Data in this exercise:
Start of Block

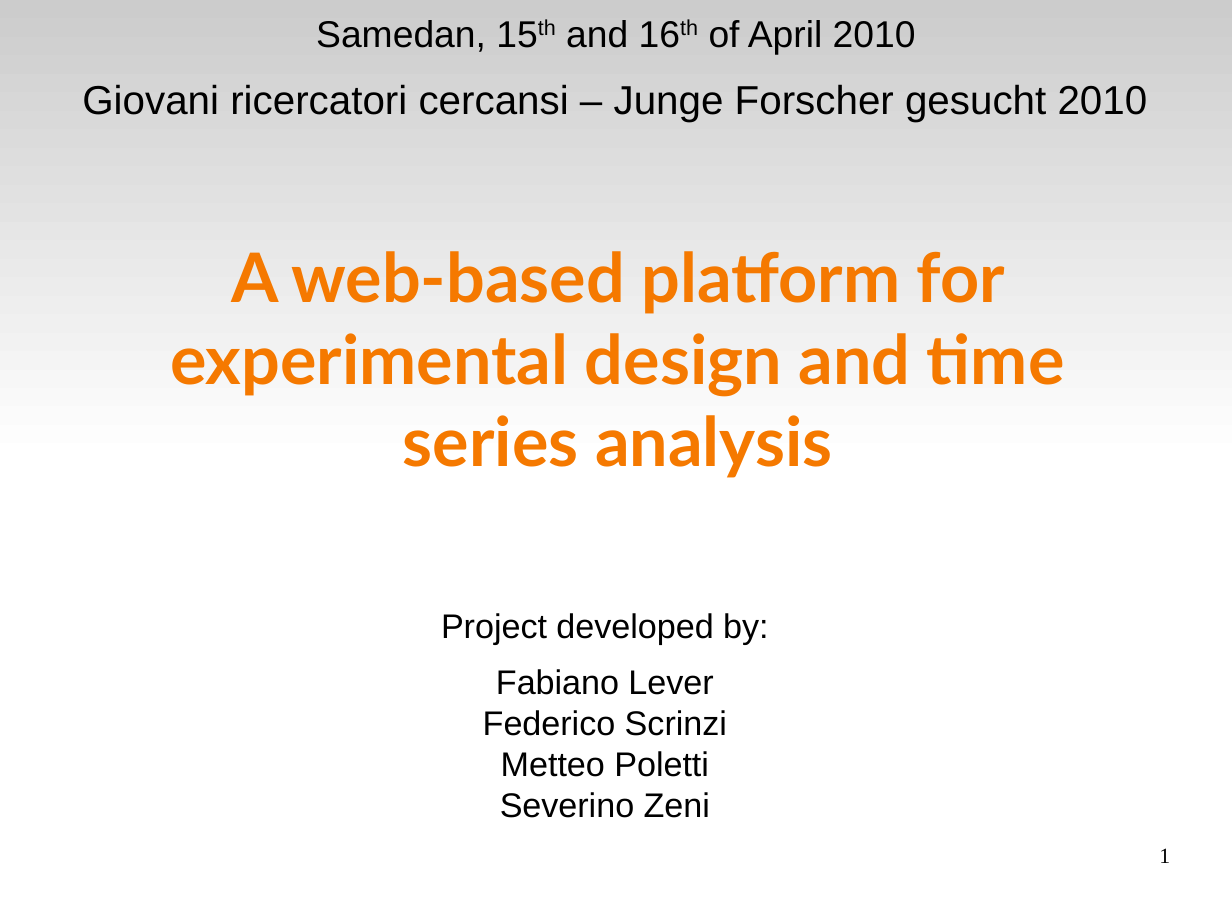
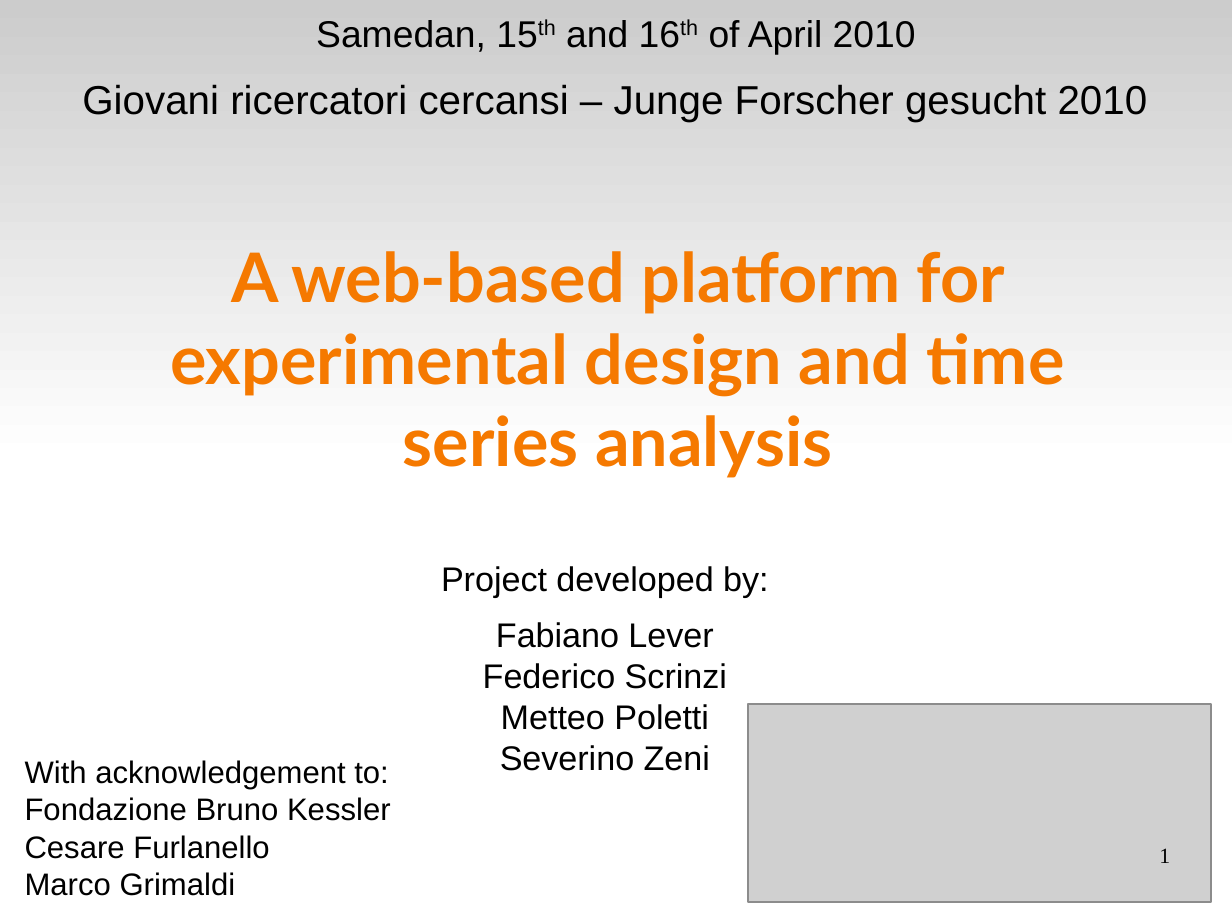
Before and after one commit to volpino/docs-EURAC, a slide deck: slide 1 of presentazione_svizzera.odp. Drawn at 1232x924 pixels with LibreOffice and Linux fonts; fonts in the diff are those of the drawing; grey boxes stand for pictures. Boxes give left, top, right and bottom in pixels: in the first picture for what was removed or moved away, otherwise in the second. Text is boxed around its words. In the diff, an @@ line names an element or a change of style, - is before the commit and + after.

Commit message:
marco's updates

```diff
--- a/presentazione_svizzera.odp
+++ b/presentazione_svizzera.odp
@@ text "Project developed by:": place and size @@
-text "Project developed by:" at bbox=[441, 613, 768, 818]
+text "Project developed by:" at bbox=[441, 566, 768, 771]
@@ picture added at bbox=[748, 704, 1211, 902] @@
@@ text added at bbox=[25, 760, 391, 896], 20 pt, text #000000 @@
+With acknowledgement to:
+Fondazione Bruno Kessler
+Cesare Furlanello
+Marco Grimaldi
```
Also in this commit, not shown: 8 other slides changed, 1 other file.

End of Block

Work to complete: From the records above, return each line that includes "bbox".

Output of the task:
-text "Project developed by:" at bbox=[441, 613, 768, 818]
+text "Project developed by:" at bbox=[441, 566, 768, 771]
@@ picture added at bbox=[748, 704, 1211, 902] @@
@@ text added at bbox=[25, 760, 391, 896], 20 pt, text #000000 @@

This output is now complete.